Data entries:
....
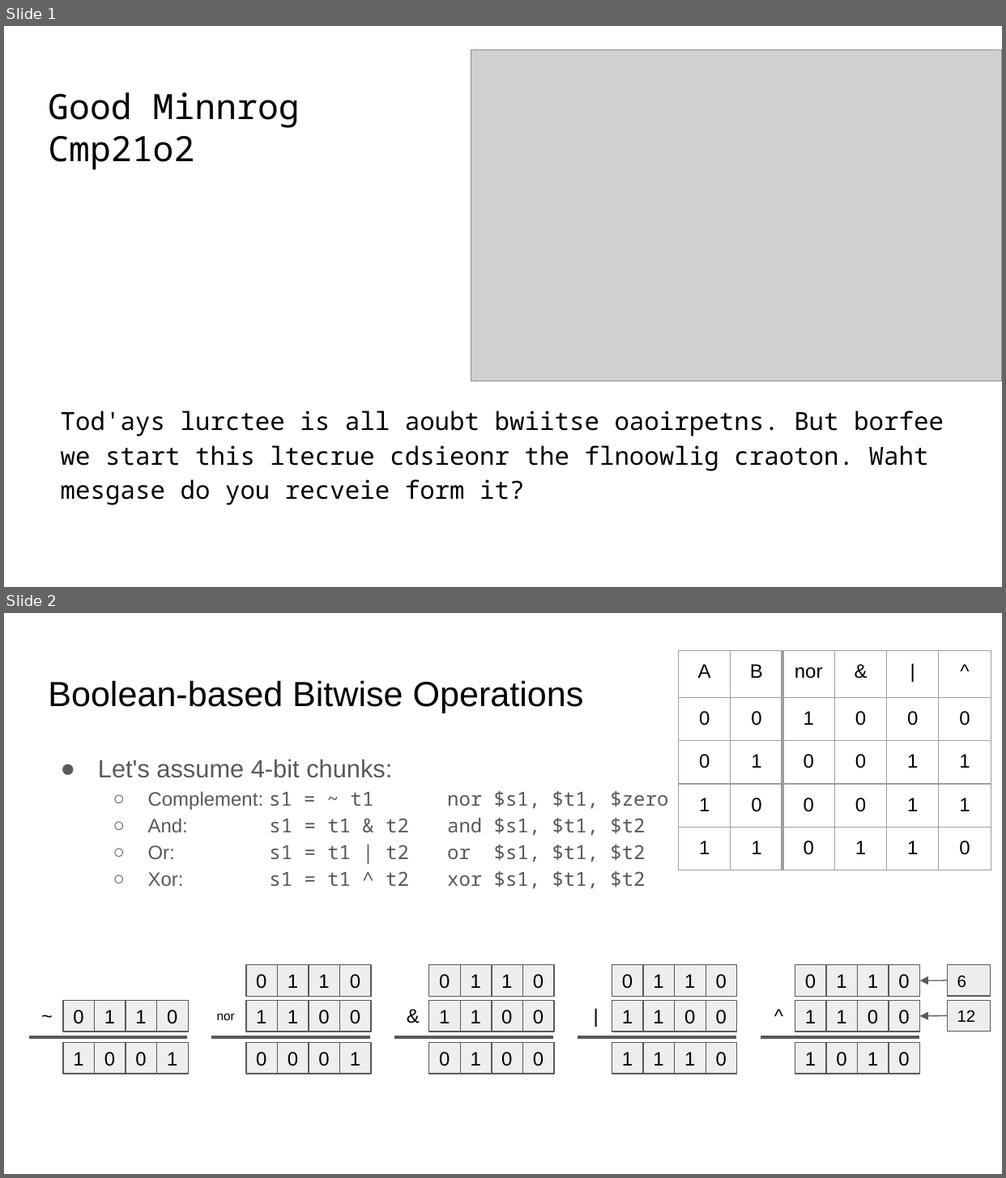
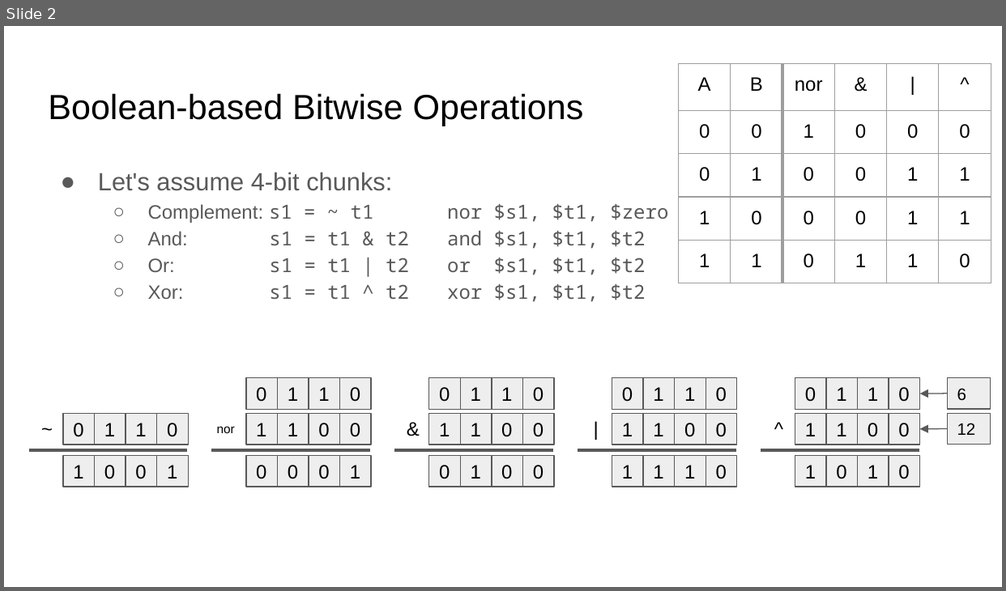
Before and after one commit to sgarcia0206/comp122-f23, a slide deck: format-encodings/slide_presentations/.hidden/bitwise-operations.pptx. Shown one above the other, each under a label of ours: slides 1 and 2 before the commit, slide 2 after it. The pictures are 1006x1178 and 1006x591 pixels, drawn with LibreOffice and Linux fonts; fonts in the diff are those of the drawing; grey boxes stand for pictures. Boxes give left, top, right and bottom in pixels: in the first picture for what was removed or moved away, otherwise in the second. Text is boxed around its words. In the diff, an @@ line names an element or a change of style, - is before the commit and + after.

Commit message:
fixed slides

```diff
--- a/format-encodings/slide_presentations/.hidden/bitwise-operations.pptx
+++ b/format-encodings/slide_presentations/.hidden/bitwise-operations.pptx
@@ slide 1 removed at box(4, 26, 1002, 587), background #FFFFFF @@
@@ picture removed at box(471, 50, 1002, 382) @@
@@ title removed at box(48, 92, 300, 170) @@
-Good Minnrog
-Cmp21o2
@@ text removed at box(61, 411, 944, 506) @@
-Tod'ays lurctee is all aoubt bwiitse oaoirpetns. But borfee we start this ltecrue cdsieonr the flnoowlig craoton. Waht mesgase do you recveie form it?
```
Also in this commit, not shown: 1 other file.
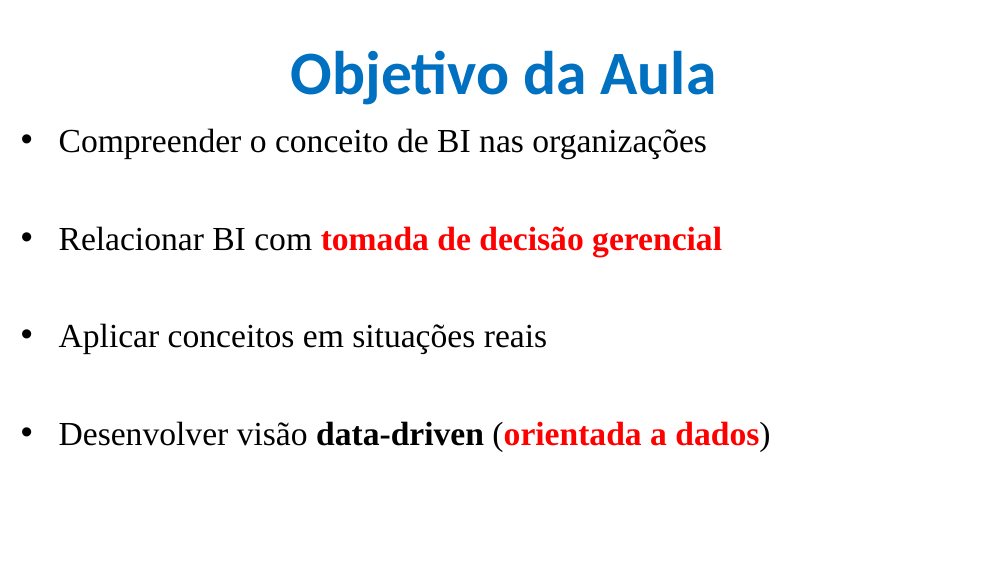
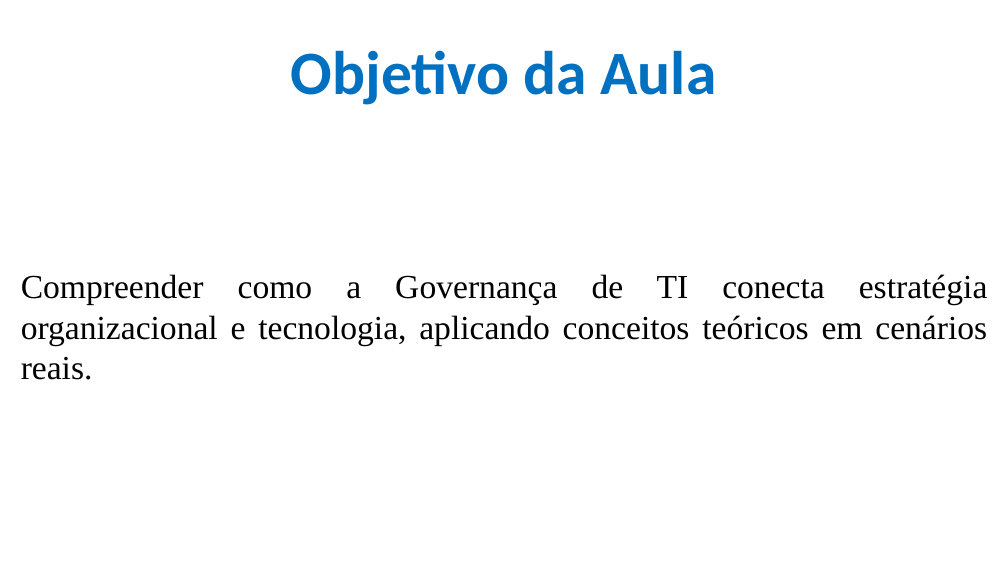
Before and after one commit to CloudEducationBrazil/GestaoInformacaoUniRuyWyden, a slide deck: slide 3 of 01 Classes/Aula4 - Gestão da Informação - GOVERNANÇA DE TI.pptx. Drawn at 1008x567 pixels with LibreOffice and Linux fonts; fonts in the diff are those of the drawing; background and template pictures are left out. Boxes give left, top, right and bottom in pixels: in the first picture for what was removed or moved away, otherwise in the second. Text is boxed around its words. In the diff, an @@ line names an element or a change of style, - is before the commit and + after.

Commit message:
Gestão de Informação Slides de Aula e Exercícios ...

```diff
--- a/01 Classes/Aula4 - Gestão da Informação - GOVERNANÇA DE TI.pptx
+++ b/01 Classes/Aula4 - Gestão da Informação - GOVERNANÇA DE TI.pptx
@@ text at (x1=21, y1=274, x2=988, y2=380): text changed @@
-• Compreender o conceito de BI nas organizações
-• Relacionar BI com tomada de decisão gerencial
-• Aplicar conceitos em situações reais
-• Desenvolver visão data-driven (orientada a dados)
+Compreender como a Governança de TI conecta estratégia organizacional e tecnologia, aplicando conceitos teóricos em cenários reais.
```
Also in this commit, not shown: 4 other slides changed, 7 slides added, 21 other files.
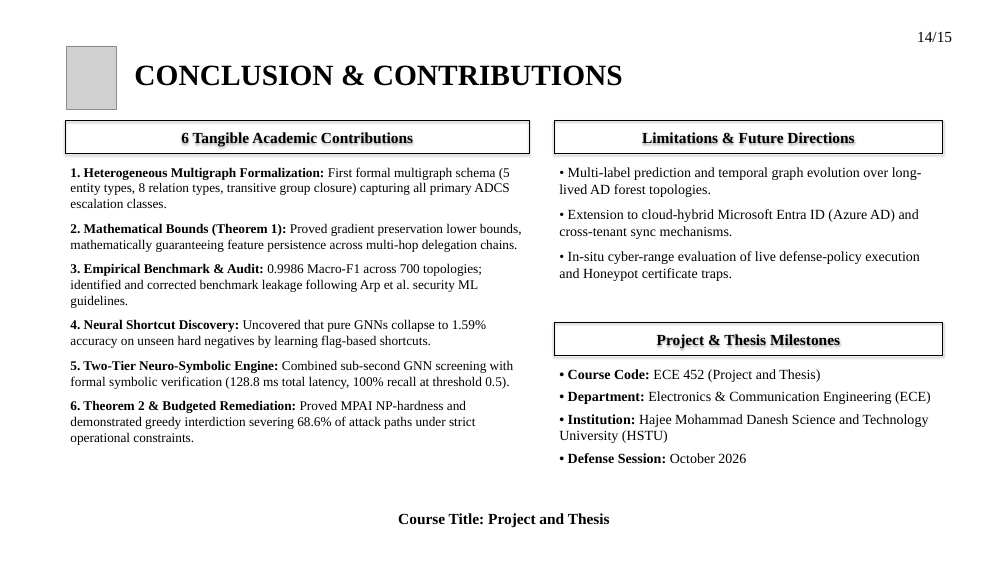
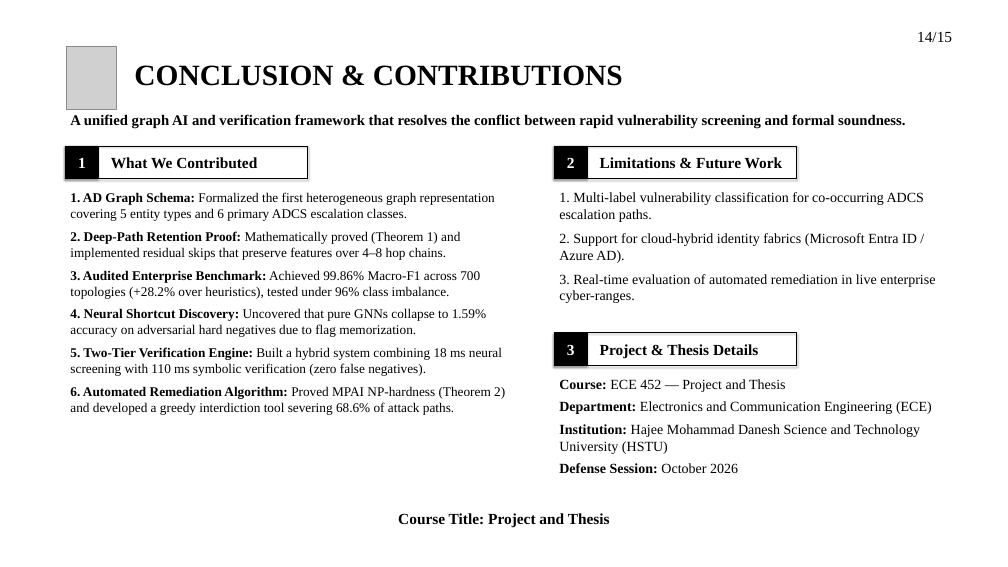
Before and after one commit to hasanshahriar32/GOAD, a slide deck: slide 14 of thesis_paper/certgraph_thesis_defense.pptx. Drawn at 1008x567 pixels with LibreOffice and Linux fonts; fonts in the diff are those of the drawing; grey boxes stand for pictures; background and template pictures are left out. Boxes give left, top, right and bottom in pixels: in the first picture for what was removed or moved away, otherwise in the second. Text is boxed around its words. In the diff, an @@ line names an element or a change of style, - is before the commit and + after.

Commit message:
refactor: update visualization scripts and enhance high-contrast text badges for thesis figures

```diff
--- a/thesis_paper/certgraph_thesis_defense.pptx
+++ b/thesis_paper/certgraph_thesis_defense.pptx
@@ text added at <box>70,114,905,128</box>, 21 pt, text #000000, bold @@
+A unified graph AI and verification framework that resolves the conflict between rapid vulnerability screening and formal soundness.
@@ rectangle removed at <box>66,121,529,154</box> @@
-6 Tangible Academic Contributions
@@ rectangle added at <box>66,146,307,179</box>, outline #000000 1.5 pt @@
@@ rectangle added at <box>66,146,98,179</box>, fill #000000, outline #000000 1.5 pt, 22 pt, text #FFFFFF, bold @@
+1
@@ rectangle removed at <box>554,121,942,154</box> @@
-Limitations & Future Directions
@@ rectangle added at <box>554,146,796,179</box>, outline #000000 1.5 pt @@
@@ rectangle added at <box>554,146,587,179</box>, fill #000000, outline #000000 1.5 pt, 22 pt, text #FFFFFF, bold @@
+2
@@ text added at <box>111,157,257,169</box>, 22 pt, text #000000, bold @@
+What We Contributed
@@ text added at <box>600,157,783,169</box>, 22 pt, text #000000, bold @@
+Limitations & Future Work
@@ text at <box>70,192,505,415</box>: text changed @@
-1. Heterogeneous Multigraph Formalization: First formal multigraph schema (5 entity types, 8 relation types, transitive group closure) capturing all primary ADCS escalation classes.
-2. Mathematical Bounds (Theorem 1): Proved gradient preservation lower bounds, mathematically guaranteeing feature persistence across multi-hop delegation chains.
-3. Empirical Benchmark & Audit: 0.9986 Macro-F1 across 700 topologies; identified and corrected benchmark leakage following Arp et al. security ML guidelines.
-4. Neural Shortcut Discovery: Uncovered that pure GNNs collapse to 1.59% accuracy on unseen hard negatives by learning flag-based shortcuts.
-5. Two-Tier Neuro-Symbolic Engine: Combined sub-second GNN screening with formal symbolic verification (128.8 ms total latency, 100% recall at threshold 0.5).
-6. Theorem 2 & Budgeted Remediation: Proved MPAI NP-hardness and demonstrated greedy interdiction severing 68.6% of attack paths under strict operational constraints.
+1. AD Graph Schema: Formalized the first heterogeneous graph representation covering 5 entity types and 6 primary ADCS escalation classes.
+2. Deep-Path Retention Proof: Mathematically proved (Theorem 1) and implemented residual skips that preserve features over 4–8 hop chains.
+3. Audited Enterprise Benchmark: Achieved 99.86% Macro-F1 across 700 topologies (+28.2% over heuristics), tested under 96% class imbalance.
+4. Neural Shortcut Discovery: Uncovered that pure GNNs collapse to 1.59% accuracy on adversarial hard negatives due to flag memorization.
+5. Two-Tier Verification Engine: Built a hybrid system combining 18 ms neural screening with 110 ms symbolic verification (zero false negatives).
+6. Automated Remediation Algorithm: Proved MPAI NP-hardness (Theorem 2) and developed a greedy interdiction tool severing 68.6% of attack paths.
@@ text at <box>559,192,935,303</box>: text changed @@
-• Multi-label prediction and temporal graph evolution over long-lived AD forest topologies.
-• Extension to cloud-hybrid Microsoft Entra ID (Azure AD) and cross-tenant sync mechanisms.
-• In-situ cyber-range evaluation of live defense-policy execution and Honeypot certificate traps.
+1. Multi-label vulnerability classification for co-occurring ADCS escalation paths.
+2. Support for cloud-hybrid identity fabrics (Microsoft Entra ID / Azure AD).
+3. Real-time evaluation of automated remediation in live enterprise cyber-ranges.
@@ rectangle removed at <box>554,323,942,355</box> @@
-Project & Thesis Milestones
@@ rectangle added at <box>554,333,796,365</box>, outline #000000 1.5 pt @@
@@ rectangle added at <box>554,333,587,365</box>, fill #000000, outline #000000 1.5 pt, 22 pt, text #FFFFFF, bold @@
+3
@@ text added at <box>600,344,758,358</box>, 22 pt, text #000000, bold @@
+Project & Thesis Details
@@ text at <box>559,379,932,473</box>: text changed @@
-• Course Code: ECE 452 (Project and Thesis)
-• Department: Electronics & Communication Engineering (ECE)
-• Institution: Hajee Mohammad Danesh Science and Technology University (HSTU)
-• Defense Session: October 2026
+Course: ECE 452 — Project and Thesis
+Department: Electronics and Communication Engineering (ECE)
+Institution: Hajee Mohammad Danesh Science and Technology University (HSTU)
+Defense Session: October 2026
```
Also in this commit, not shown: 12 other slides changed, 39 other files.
....
**Exercise description:** Repeat, exactly and in full, all records above, but include no pictures.

**Written answer:**
Before and after one commit to sgarcia0206/comp122-f23, a slide deck: format-encodings/slide_presentations/.hidden/bitwise-operations.pptx. Shown one above the other, each under a label of ours: slides 1 and 2 before the commit, slide 2 after it. The pictures are 1006x1178 and 1006x591 pixels, drawn with LibreOffice and Linux fonts; fonts in the diff are those of the drawing; grey boxes stand for pictures. Boxes give left, top, right and bottom in pixels: in the first picture for what was removed or moved away, otherwise in the second. Text is boxed around its words. In the diff, an @@ line names an element or a change of style, - is before the commit and + after.

Commit message:
fixed slides

```diff
--- a/format-encodings/slide_presentations/.hidden/bitwise-operations.pptx
+++ b/format-encodings/slide_presentations/.hidden/bitwise-operations.pptx
@@ slide 1 removed at box(4, 26, 1002, 587), background #FFFFFF @@
@@ picture removed at box(471, 50, 1002, 382) @@
@@ title removed at box(48, 92, 300, 170) @@
-Good Minnrog
-Cmp21o2
@@ text removed at box(61, 411, 944, 506) @@
-Tod'ays lurctee is all aoubt bwiitse oaoirpetns. But borfee we start this ltecrue cdsieonr the flnoowlig craoton. Waht mesgase do you recveie form it?
```
Also in this commit, not shown: 1 other file.
Before and after one commit to CloudEducationBrazil/GestaoInformacaoUniRuyWyden, a slide deck: slide 3 of 01 Classes/Aula4 - Gestão da Informação - GOVERNANÇA DE TI.pptx. Drawn at 1008x567 pixels with LibreOffice and Linux fonts; fonts in the diff are those of the drawing; background and template pictures are left out. Boxes give left, top, right and bottom in pixels: in the first picture for what was removed or moved away, otherwise in the second. Text is boxed around its words. In the diff, an @@ line names an element or a change of style, - is before the commit and + after.

Commit message:
Gestão de Informação Slides de Aula e Exercícios ...

```diff
--- a/01 Classes/Aula4 - Gestão da Informação - GOVERNANÇA DE TI.pptx
+++ b/01 Classes/Aula4 - Gestão da Informação - GOVERNANÇA DE TI.pptx
@@ text at (x1=21, y1=274, x2=988, y2=380): text changed @@
-• Compreender o conceito de BI nas organizações
-• Relacionar BI com tomada de decisão gerencial
-• Aplicar conceitos em situações reais
-• Desenvolver visão data-driven (orientada a dados)
+Compreender como a Governança de TI conecta estratégia organizacional e tecnologia, aplicando conceitos teóricos em cenários reais.
```
Also in this commit, not shown: 4 other slides changed, 7 slides added, 21 other files.
Before and after one commit to hasanshahriar32/GOAD, a slide deck: slide 14 of thesis_paper/certgraph_thesis_defense.pptx. Drawn at 1008x567 pixels with LibreOffice and Linux fonts; fonts in the diff are those of the drawing; grey boxes stand for pictures; background and template pictures are left out. Boxes give left, top, right and bottom in pixels: in the first picture for what was removed or moved away, otherwise in the second. Text is boxed around its words. In the diff, an @@ line names an element or a change of style, - is before the commit and + after.

Commit message:
refactor: update visualization scripts and enhance high-contrast text badges for thesis figures

```diff
--- a/thesis_paper/certgraph_thesis_defense.pptx
+++ b/thesis_paper/certgraph_thesis_defense.pptx
@@ text added at <box>70,114,905,128</box>, 21 pt, text #000000, bold @@
+A unified graph AI and verification framework that resolves the conflict between rapid vulnerability screening and formal soundness.
@@ rectangle removed at <box>66,121,529,154</box> @@
-6 Tangible Academic Contributions
@@ rectangle added at <box>66,146,307,179</box>, outline #000000 1.5 pt @@
@@ rectangle added at <box>66,146,98,179</box>, fill #000000, outline #000000 1.5 pt, 22 pt, text #FFFFFF, bold @@
+1
@@ rectangle removed at <box>554,121,942,154</box> @@
-Limitations & Future Directions
@@ rectangle added at <box>554,146,796,179</box>, outline #000000 1.5 pt @@
@@ rectangle added at <box>554,146,587,179</box>, fill #000000, outline #000000 1.5 pt, 22 pt, text #FFFFFF, bold @@
+2
@@ text added at <box>111,157,257,169</box>, 22 pt, text #000000, bold @@
+What We Contributed
@@ text added at <box>600,157,783,169</box>, 22 pt, text #000000, bold @@
+Limitations & Future Work
@@ text at <box>70,192,505,415</box>: text changed @@
-1. Heterogeneous Multigraph Formalization: First formal multigraph schema (5 entity types, 8 relation types, transitive group closure) capturing all primary ADCS escalation classes.
-2. Mathematical Bounds (Theorem 1): Proved gradient preservation lower bounds, mathematically guaranteeing feature persistence across multi-hop delegation chains.
-3. Empirical Benchmark & Audit: 0.9986 Macro-F1 across 700 topologies; identified and corrected benchmark leakage following Arp et al. security ML guidelines.
-4. Neural Shortcut Discovery: Uncovered that pure GNNs collapse to 1.59% accuracy on unseen hard negatives by learning flag-based shortcuts.
-5. Two-Tier Neuro-Symbolic Engine: Combined sub-second GNN screening with formal symbolic verification (128.8 ms total latency, 100% recall at threshold 0.5).
-6. Theorem 2 & Budgeted Remediation: Proved MPAI NP-hardness and demonstrated greedy interdiction severing 68.6% of attack paths under strict operational constraints.
+1. AD Graph Schema: Formalized the first heterogeneous graph representation covering 5 entity types and 6 primary ADCS escalation classes.
+2. Deep-Path Retention Proof: Mathematically proved (Theorem 1) and implemented residual skips that preserve features over 4–8 hop chains.
+3. Audited Enterprise Benchmark: Achieved 99.86% Macro-F1 across 700 topologies (+28.2% over heuristics), tested under 96% class imbalance.
+4. Neural Shortcut Discovery: Uncovered that pure GNNs collapse to 1.59% accuracy on adversarial hard negatives due to flag memorization.
+5. Two-Tier Verification Engine: Built a hybrid system combining 18 ms neural screening with 110 ms symbolic verification (zero false negatives).
+6. Automated Remediation Algorithm: Proved MPAI NP-hardness (Theorem 2) and developed a greedy interdiction tool severing 68.6% of attack paths.
@@ text at <box>559,192,935,303</box>: text changed @@
-• Multi-label prediction and temporal graph evolution over long-lived AD forest topologies.
-• Extension to cloud-hybrid Microsoft Entra ID (Azure AD) and cross-tenant sync mechanisms.
-• In-situ cyber-range evaluation of live defense-policy execution and Honeypot certificate traps.
+1. Multi-label vulnerability classification for co-occurring ADCS escalation paths.
+2. Support for cloud-hybrid identity fabrics (Microsoft Entra ID / Azure AD).
+3. Real-time evaluation of automated remediation in live enterprise cyber-ranges.
@@ rectangle removed at <box>554,323,942,355</box> @@
-Project & Thesis Milestones
@@ rectangle added at <box>554,333,796,365</box>, outline #000000 1.5 pt @@
@@ rectangle added at <box>554,333,587,365</box>, fill #000000, outline #000000 1.5 pt, 22 pt, text #FFFFFF, bold @@
+3
@@ text added at <box>600,344,758,358</box>, 22 pt, text #000000, bold @@
+Project & Thesis Details
@@ text at <box>559,379,932,473</box>: text changed @@
-• Course Code: ECE 452 (Project and Thesis)
-• Department: Electronics & Communication Engineering (ECE)
-• Institution: Hajee Mohammad Danesh Science and Technology University (HSTU)
-• Defense Session: October 2026
+Course: ECE 452 — Project and Thesis
+Department: Electronics and Communication Engineering (ECE)
+Institution: Hajee Mohammad Danesh Science and Technology University (HSTU)
+Defense Session: October 2026
```
Also in this commit, not shown: 12 other slides changed, 39 other files.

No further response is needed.